Judges are no longer custos morum of the people, and if they are they have to take the people's customs as they find them, not as they or others might wish them to be. Once upon a time the perceived function of the judges was to promote virtue and discourage vice and immorality. I doubt one would now hear that from the judicial Bench. Today, surely, the judicial task is to assess matters by the standards of reasonable men and women in 2013 – not, I would add, by the standards of their parents in 1970 – and having regard to the ever changing nature of our world: changes in our understanding of the natural world, technological changes, changes in social standards and, perhaps most important of all, changes in social attitudes...
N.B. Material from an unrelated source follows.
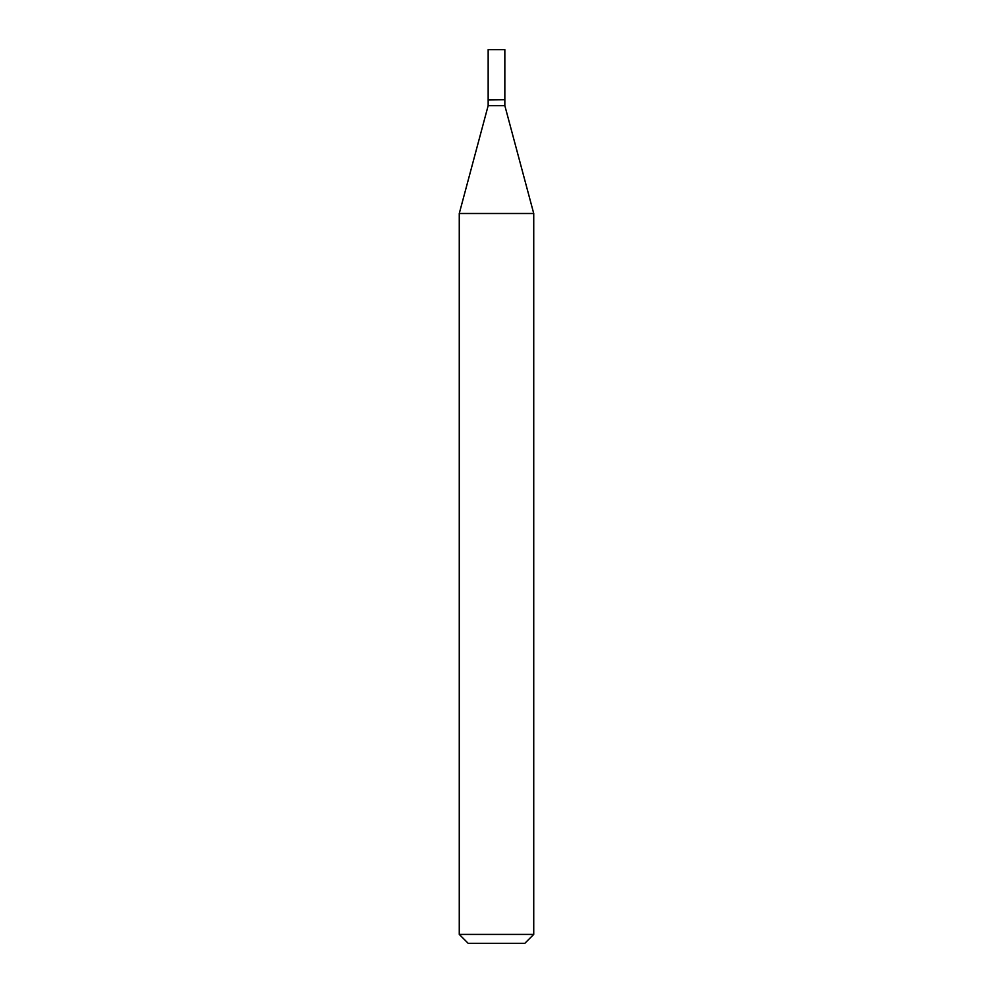 <?xml version="1.0" encoding="UTF-8"?>
<svg xmlns="http://www.w3.org/2000/svg" width="993" height="993" viewBox="0 0 993 993"><rect width="100%" height="100%" fill="white"/><g stroke="black" fill="none" stroke-linecap="round" stroke-linejoin="round"><path stroke-width="1.49" d="M504.841 49.65L488.159 49.65L488.159 99.697L504.841 99.697L504.841 49.65M504.543 99.697L488.159 99.995L488.159 105.655L459.262 213.495L459.262 934.413L533.737 934.413L524.8 943.35L468.2 943.35L459.262 934.413M504.841 99.995L504.841 105.655L488.159 105.655M504.841 105.655L533.737 213.495L459.262 213.495M533.737 213.495L533.737 934.413"/></g></svg>

We live, or strive to live, in a tolerant society increasingly alive to the need to guard against the tyranny which majority opinion may impose on those who, for whatever reason, comprise a small, weak, unpopular or voiceless minority. Although historically this country is part of the Christian west and, although it has an established church which is Christian, we sit as secular judges serving a multi-cultural community of many faiths, sworn to do justice 'to all manner of people'. We live in this country in a democratic and pluralistic society, in a secular State not a theocracy.

Religion – whatever the particular believer's faith – is not the business of government or of the secular courts, though the courts will, of course, pay every respect to the individual's or family's religious principles. Article 9 of the European Convention for the Protection of Human Rights and Fundamental Freedoms 1950 demands no less.

The starting point of the common law is thus respect for an individual's religious principles, coupled with an essentially neutral view of religious beliefs and a benevolent tolerance of cultural and religious diversity. A secular judge must be wary of straying across the well-recognised divide between church and State. It is not for a judge to weigh one religion against another. The court recognises no religious distinctions and, generally speaking, passes no judgment on religious beliefs or on the tenets, doctrines or rules of any particular section of society. All are entitled to equal respect, so long as they are "legally and socially acceptable" and not "immoral or socially obnoxious" or "pernicious."

Terry Sanderson, president of the National Secular Society, said: "This is a most reassuring speech from a very high profile judge. The days of judges using their benches to preach Christianity and claim that the Book of Common Prayer is the basis of British law are gone, and not a moment too soon. The courts must remain secular and provide justice without prejudice for everyone who appears in them."

However, Mr Sanderson said that it was increasingly difficult for judges to avoid making judgements on religious doctrine as more and more claims of religious discrimination were coming before them.

"Having to decide for instance whether it is an Islamic duty for a woman to wear a niqab, as some have claimed, or for a Christian to wear a cross at work even when it poses a health and safety risk, means that judges are being required to rule on doctrinal matters that should be of no concern to them. Living in a diverse society means a secular approach is the only fair one, but it also makes a judge's duty to maintain religious impartiality very difficult."